I will be unable to blog in the next few days because I am taking a trip to Santo Domingo in the Dominican Republic. I am heading there with my masters program to try to create a 3-5 year strategic plan for the community. This community is impoverished. I am sure to see plenty of people who have much less than me. It will be like stepping into a new world...

But from what I've heard, the people have much joy in their lives, though at this point, I cannot say how or why. I'll have more to report when I return next week. Until then!

Mar 2, 2011

Your purchase broke? Write a letter!

I made an "investment" a few months ago, or so I thought. I bought a $12 Nalgene bottle. If you've read my blog about water bottles (read it here), you'll know that I made the switch from disposable to reusable bottles a while back and this has saved me a decent amount of money over time.

Anywho, I spent $12 on this Nalgene, and though it may not seem like a lot to you, I felt like it was a lot of money to spend on something that ended up breaking a couple months later. The cap busted and quickly my "investment" turned into a waste of money.

I was pretty annoyed to say the least. BUT, unlike every other time this happens, I actually decided to do something about it. I decided to write to Nalgene. And I did, using very harsh words about how I bought a Nalgene due to high recommendations from friends and was an extremely dissatisfied customer because it broke so quickly. I'm not sure the wording matters in this case, but I had fun making it sound like a really serious issue.

Less than 1 week later (I'm not kidding), I got this in the mail:

Nalgene sent me a new cap for my bottle, a couple stickers with a hand-written note explaining a strategy on how to make the cap last longer this time around. I was impressed, though i'm not sure what to do with the stickers?

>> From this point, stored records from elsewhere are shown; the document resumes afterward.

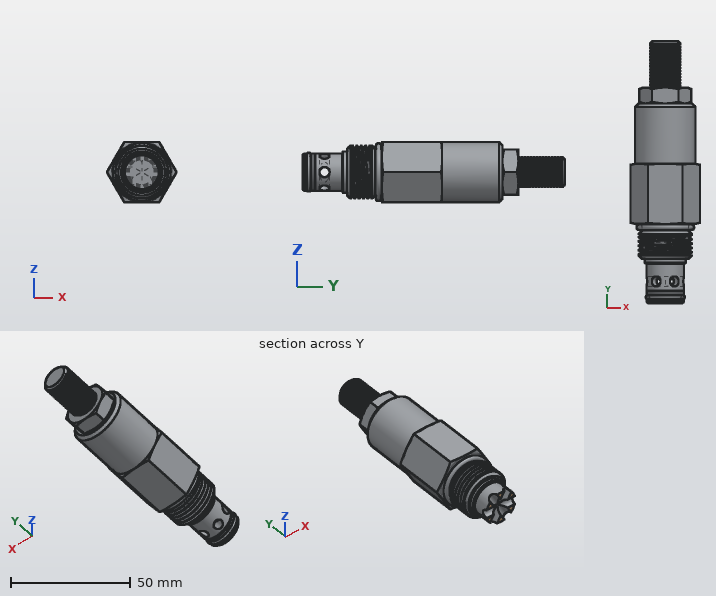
import cadquery as cq
import math

TOTAL_LENGTH = 110.2

NOSE_DIA = 15.9
LAND_DIA = 15.8
NOSE_CHAMFER = 0.8
NOSE_GROOVE_DIA = 13.3
NOSE_GROOVE_START = 1.5
NOSE_GROOVE_END = 3.7
SLIT_START = 5.1
SLIT_WIDTH = 0.3
SLIT_DEPTH = 0.3
PORT_DIA = 4.2
PORT_COUNT = 6
PORT_Y = 9.3

COLLAR_DIA = 17.4
COLLAR_START = 16.6
COLLAR_CHAMFER_LENGTH = 0.4
COLLAR_END = 18.7

RELIEF_START = 30.5
THREAD_DIA = 22.3
THREAD_ROOT_DIA = 19.6
THREAD_TURNS = 5
THREAD_START_ANGLE = 82.0
RELIEF_DIA = 19.5

HEX_START = 33.4
HEX_END = 58.6
HEX_CORNERS = 29.3
HEX_FACE_DIA = 25.3
HEX_BEVEL = 0.4
BARREL_DIA = 25.5
BARREL_END = 83.9
BARREL_CHAMFER = 1.5

NUT_HEIGHT = 6.6
NUT_ACROSS_FLATS = 19.1
NUT_FACE_DIA = 19.1
NUT_BEVEL = 0.7
STUD_DIA = 12.7
STUD_ROOT_DIA = 10.8
STUD_TURNS = 14.6
STUD_CHAMFER = 1.1
STUD_START_ANGLE = 180.0

CREST_SHARE = 0.12
ROOT_SHARE = 0.08
FLANK_STEPS = 9

SMALL_RING_SECTION = 1.5
LARGE_RING_SECTION = 2.4

NUT_END = BARREL_END + NUT_HEIGHT
STUD_THREAD_END = TOTAL_LENGTH - STUD_CHAMFER
THREAD_CONE = (THREAD_DIA - THREAD_ROOT_DIA) / 2
THREAD_START = COLLAR_END + THREAD_CONE
THREAD_END = RELIEF_START - THREAD_CONE


def revolve_profile(points):
    """Turn a closed outline of (radius, Y) points about the Y axis."""
    return cq.Workplane("XY").polyline(points).close().revolve(360, (0, 0, 0), (0, 1, 0))


def along_y(shape):
    """Lay a shape built along Z down along Y."""
    return shape.rotate((0, 0, 0), (1, 0, 0), -90)


def thread_section(crest_dia, root_dia):
    """Cross-section of a thread: a crest arc and a root arc joined by two spiral flanks."""
    crest, root = crest_dia / 2, root_dia / 2
    crest_edge = math.pi * CREST_SHARE
    root_edge = math.pi * (1 - ROOT_SHARE)

    def flank_point(step, side):
        part = step / FLANK_STEPS
        radius = crest + (root - crest) * part
        angle = side * (crest_edge + (root_edge - crest_edge) * part)
        return (radius * math.cos(angle), radius * math.sin(angle))

    falling = [flank_point(step, 1) for step in range(FLANK_STEPS + 1)]
    rising = [flank_point(step, -1) for step in reversed(range(FLANK_STEPS + 1))]
    return (
        cq.Workplane("XY")
        .moveTo(*rising[-1])
        .threePointArc((crest, 0), falling[0])
        .spline(falling[1:], includeCurrent=True)
        .threePointArc((-root, 0), rising[0])
        .spline(rising[1:], includeCurrent=True)
        .close()
    )


def threaded_rod(crest_dia, root_dia, turns, start, end, start_angle):
    """Right-handed threaded rod, made by twisting the thread's cross-section along its length."""
    length = end - start
    rod = thread_section(crest_dia, root_dia).twistExtrude(length, 360 * turns)
    return along_y(rod.rotate((0, 0, 0), (0, 0, 1), start_angle)).translate((0, start, 0))


def bevelled_hexagon(across_corners, start, end, face_dia, bevel):
    """Hexagonal prism with corners on X, its corners bevelled at both ends."""
    prism = cq.Workplane("XY").polygon(6, across_corners).extrude(end - start)
    corner, face = across_corners / 2, face_dia / 2
    envelope = revolve_profile([
        (0, start),
        (face, start),
        (corner, start + bevel),
        (corner, end - bevel),
        (face, end),
        (0, end),
    ])
    return along_y(prism).translate((0, start, 0)).intersect(envelope)


def make_nose():
    """Nose with its groove, slit and ports, the collar, and the cone that leads into the thread."""
    nose, land, collar = NOSE_DIA / 2, LAND_DIA / 2, COLLAR_DIA / 2
    floor = NOSE_GROOVE_DIA / 2
    slit_end = SLIT_START + SLIT_WIDTH
    body = revolve_profile([
        (0, 0),
        (land - NOSE_CHAMFER, 0),
        (land, NOSE_CHAMFER),
        (land, NOSE_GROOVE_START),
        (floor, NOSE_GROOVE_START),
        (floor, NOSE_GROOVE_END),
        (land, NOSE_GROOVE_END),
        (land, SLIT_START),
        (land - SLIT_DEPTH, SLIT_START),
        (land - SLIT_DEPTH, slit_end),
        (nose, slit_end),
        (nose, COLLAR_START),
        (collar, COLLAR_START + COLLAR_CHAMFER_LENGTH),
        (collar, COLLAR_END),
        (THREAD_ROOT_DIA / 2, COLLAR_END),
        (THREAD_DIA / 2, THREAD_START),
        (0, THREAD_START),
    ])
    for index in range(PORT_COUNT):
        port = cq.Workplane("YZ").circle(PORT_DIA / 2).extrude(NOSE_DIA)
        port = port.rotate((0, 0, 0), (0, 1, 0), index * 360 / PORT_COUNT)
        body = body.cut(port.translate((0, PORT_Y, 0)))
    return body


def make_cavity_thread():
    return threaded_rod(
        THREAD_DIA, THREAD_ROOT_DIA, THREAD_TURNS, THREAD_START, THREAD_END, THREAD_START_ANGLE
    )


def make_relief():
    """Cone that closes the thread, then the plain neck up to the hexagon."""
    neck = RELIEF_DIA / 2
    return revolve_profile([
        (0, THREAD_END),
        (THREAD_DIA / 2, THREAD_END),
        (THREAD_ROOT_DIA / 2, RELIEF_START),
        (neck, RELIEF_START),
        (neck, HEX_START),
        (0, HEX_START),
    ])


def make_stud():
    """Adjusting stud: a threaded rod with a plain conical tip."""
    rod = threaded_rod(STUD_DIA, STUD_ROOT_DIA, STUD_TURNS, NUT_END, STUD_THREAD_END, STUD_START_ANGLE)
    radius = STUD_DIA / 2
    tip = revolve_profile([
        (0, STUD_THREAD_END),
        (radius, STUD_THREAD_END),
        (radius - STUD_CHAMFER, TOTAL_LENGTH),
        (0, TOTAL_LENGTH),
    ])
    return rod.union(tip)


def make_barrel():
    radius = BARREL_DIA / 2
    return revolve_profile([
        (0, HEX_END),
        (radius, HEX_END),
        (radius, BARREL_END - BARREL_CHAMFER),
        (radius - BARREL_CHAMFER, BARREL_END),
        (0, BARREL_END),
    ])


def make_cartridge():
    nut_corners = NUT_ACROSS_FLATS / math.cos(math.pi / 6)
    return (
        make_nose()
        .union(make_cavity_thread())
        .union(make_relief())
        .union(bevelled_hexagon(HEX_CORNERS, HEX_START, HEX_END, HEX_FACE_DIA, HEX_BEVEL))
        .union(make_barrel())
        .union(bevelled_hexagon(nut_corners, BARREL_END, NUT_END, NUT_FACE_DIA, NUT_BEVEL))
        .union(make_stud())
    )


def make_ring(seat_dia, section, y):
    """O-ring resting on a seat of the given diameter."""
    centre_radius = (seat_dia + section) / 2
    return cq.Workplane("XY").center(centre_radius, y).circle(section / 2).revolve(
        360, (-centre_radius, 0, 0), (-centre_radius, 1, 0)
    )


cartridge = make_cartridge()
small_ring = make_ring(NOSE_GROOVE_DIA, SMALL_RING_SECTION, (NOSE_GROOVE_START + NOSE_GROOVE_END) / 2)
large_ring = make_ring(RELIEF_DIA, LARGE_RING_SECTION, (RELIEF_START + HEX_START) / 2)

result = cq.Compound.makeCompound([*cartridge.solids().vals(), small_ring.val(), large_ring.val()])

The point of this story is, if you buy something and it breaks sooner than you think it should, try writing a letter to the company. Tell them you're dissatisfied. I know people who do this all the time and usually get back vouchers for free stuff, get new replacement parts or sometimes even full refunds. The letter-writing took me a good 10 minutes and the cost of a stamp. It saved a $12 water bottle and the cost of buying a new one.